Overview
ARDY is a streaming generation framework designed for the interactive generation of 3D human motions. The system aims to bridge the gap between offline approaches, which offer precise control but lack real-time inference speed, and online methods, which achieve real-time synthesis but may compromise controllability or struggle with complex text semantics and long-horizon goals. ARDY integrates high-fidelity motion generation with controllability through online text prompts and flexible kinematic constraints.
Research Context
Generating realistic 3D human motions in real-time is identified as a key requirement for various applications, including animation, simulation, and humanoid robotics. The existing landscape of motion generation techniques presents a dichotomy: offline methods typically provide precise control via text and kinematic constraints but are limited by their inference speed for interactive scenarios. Conversely, online methods facilitate real-time synthesis but often exhibit limitations in controllability, handling complex text semantics, or managing long-horizon goals due to restricted context windows. The development of ARDY addresses this challenge by seeking to combine the benefits of both approaches.
Approach
ARDY’s methodology incorporates a hybrid representation and a two-stage autoregressive transformer denoiser. The hybrid representation combines explicit root features with a latent body embedding. This design aims to balance precise trajectory control with efficient generative learning. The two-stage autoregressive transformer denoiser features variable history context and is engineered to support conditioning on flexible, long-horizon kinematic constraints.
The training of ARDY was conducted on a large-scale motion capture dataset. The model was directly conditioned on text labels and kinematic constraints, which were sampled from ground truth poses. This training regimen was intended to enable ARDY to natively learn controllable generation capabilities, specifically supporting online prompting and flexible long-horizon goals.
Findings
- ARDY demonstrated high motion quality and constraint adherence during extensive evaluations.

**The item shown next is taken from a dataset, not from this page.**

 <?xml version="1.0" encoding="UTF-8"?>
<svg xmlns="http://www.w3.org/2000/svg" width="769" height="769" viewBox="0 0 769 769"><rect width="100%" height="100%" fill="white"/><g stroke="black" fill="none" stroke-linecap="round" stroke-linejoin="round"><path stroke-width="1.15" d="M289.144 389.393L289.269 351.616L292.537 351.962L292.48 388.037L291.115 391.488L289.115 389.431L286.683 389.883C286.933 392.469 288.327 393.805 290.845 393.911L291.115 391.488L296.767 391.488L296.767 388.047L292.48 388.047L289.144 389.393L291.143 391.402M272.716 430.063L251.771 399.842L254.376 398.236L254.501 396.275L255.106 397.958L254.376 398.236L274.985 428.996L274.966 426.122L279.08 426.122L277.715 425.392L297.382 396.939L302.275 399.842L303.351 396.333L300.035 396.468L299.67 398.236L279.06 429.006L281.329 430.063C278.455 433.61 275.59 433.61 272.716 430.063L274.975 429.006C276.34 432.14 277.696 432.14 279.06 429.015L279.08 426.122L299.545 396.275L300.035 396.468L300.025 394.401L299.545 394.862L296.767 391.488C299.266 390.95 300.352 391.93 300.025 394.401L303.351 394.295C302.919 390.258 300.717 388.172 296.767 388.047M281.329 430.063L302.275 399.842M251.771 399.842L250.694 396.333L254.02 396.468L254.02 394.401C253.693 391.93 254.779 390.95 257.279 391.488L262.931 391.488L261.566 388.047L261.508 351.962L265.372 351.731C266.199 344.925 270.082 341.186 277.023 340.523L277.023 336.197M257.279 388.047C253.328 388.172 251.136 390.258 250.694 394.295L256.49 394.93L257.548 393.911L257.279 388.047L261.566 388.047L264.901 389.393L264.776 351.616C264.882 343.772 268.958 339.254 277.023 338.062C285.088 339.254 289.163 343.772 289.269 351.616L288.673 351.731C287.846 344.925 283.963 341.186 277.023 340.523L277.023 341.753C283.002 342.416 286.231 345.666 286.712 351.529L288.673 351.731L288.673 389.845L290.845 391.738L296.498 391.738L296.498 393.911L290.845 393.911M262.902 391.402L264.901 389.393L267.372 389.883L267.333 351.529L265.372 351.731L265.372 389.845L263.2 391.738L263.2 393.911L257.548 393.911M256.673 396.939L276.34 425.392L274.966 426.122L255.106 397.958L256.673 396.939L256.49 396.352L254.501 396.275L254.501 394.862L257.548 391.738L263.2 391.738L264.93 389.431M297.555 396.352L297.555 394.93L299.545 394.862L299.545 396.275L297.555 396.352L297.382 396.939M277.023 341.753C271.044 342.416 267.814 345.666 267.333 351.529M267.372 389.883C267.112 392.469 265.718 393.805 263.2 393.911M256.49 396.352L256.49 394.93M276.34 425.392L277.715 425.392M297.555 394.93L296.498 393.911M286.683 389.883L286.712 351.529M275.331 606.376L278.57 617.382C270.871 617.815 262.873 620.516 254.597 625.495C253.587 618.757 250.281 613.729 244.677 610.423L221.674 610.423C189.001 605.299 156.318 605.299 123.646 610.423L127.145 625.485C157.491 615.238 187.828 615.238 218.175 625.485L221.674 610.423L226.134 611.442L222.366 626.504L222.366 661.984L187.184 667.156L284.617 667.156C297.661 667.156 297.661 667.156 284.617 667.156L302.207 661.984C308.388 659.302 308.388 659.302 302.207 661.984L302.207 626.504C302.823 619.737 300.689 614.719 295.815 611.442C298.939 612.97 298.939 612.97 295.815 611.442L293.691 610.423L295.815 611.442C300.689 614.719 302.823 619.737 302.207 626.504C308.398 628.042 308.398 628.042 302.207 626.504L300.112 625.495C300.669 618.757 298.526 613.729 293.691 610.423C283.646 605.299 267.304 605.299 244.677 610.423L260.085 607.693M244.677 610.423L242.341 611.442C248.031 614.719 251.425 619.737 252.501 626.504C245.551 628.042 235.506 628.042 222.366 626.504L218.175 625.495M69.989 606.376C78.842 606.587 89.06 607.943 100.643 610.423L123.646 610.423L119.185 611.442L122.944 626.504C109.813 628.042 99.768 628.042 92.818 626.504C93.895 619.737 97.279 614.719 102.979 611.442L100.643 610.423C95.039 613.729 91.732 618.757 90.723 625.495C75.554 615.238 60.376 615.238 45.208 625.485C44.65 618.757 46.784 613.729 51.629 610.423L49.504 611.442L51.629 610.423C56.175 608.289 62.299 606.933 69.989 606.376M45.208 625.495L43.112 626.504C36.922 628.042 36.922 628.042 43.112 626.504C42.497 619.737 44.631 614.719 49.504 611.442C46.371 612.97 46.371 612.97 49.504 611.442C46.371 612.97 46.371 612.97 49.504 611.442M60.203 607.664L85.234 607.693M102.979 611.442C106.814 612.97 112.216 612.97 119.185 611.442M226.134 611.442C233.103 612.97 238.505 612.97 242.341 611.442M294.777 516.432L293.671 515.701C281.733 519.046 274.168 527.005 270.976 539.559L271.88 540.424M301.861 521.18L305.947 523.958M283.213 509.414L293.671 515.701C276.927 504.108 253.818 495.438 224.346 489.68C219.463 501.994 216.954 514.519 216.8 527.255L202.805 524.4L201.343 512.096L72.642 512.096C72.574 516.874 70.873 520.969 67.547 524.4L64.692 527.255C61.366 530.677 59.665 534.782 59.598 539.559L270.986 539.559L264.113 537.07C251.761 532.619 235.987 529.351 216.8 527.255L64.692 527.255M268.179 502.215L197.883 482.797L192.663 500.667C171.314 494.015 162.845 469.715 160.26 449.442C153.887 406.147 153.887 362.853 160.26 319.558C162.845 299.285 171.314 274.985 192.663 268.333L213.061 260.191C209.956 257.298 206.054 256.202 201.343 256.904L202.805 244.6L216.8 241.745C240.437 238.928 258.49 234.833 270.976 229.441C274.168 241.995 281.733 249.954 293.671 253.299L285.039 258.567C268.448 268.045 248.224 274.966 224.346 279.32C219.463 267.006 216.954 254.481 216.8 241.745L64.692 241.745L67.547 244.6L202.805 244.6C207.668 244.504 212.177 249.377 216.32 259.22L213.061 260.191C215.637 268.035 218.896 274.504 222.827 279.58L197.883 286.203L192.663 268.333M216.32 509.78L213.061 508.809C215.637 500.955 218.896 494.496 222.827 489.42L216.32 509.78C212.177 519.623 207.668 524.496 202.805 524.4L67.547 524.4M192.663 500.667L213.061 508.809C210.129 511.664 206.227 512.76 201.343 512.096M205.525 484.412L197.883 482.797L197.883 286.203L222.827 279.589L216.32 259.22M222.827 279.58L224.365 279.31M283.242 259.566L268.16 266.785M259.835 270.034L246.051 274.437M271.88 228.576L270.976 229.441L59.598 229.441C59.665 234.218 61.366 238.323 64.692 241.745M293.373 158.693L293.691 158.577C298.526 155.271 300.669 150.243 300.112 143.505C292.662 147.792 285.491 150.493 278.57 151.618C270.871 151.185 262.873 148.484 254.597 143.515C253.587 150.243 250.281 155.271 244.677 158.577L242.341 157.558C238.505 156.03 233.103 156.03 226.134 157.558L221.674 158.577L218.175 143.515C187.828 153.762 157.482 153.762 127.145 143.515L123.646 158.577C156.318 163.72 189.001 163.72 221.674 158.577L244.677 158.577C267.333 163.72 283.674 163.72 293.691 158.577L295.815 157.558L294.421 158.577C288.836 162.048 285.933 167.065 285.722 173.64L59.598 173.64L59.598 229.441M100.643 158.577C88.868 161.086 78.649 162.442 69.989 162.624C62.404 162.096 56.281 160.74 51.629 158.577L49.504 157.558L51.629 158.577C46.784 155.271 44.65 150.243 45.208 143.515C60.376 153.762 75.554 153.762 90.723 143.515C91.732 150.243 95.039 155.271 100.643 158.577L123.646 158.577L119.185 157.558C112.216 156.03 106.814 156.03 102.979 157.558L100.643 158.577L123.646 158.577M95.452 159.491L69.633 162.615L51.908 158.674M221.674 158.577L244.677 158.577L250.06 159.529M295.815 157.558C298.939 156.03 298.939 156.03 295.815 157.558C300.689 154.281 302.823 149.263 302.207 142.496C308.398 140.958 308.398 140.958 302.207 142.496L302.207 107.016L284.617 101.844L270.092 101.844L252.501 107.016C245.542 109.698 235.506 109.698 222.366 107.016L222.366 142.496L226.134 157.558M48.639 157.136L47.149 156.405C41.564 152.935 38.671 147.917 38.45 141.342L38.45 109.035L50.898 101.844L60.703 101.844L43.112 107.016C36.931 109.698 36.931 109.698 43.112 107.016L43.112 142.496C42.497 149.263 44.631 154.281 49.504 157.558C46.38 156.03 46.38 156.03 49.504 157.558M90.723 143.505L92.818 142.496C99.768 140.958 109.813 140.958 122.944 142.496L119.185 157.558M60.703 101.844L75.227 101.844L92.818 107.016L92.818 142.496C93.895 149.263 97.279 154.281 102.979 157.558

- Evaluations were conducted on the HumanML3D benchmark and the Bones Rigplay dataset, which is described as large-scale and high-fidelity.
- The evaluation results validated the efficacy of ARDY's architectural decisions, including its hybrid representation and two-stage autoregressive transformer denoiser.
Potential Applications
The practical versatility of ARDY was demonstrated through an interactive demo. This demonstration highlighted several capabilities: dynamic text control, diverse keyframe pose constraints, path following, and interactive locomotion control via mouse and keyboard.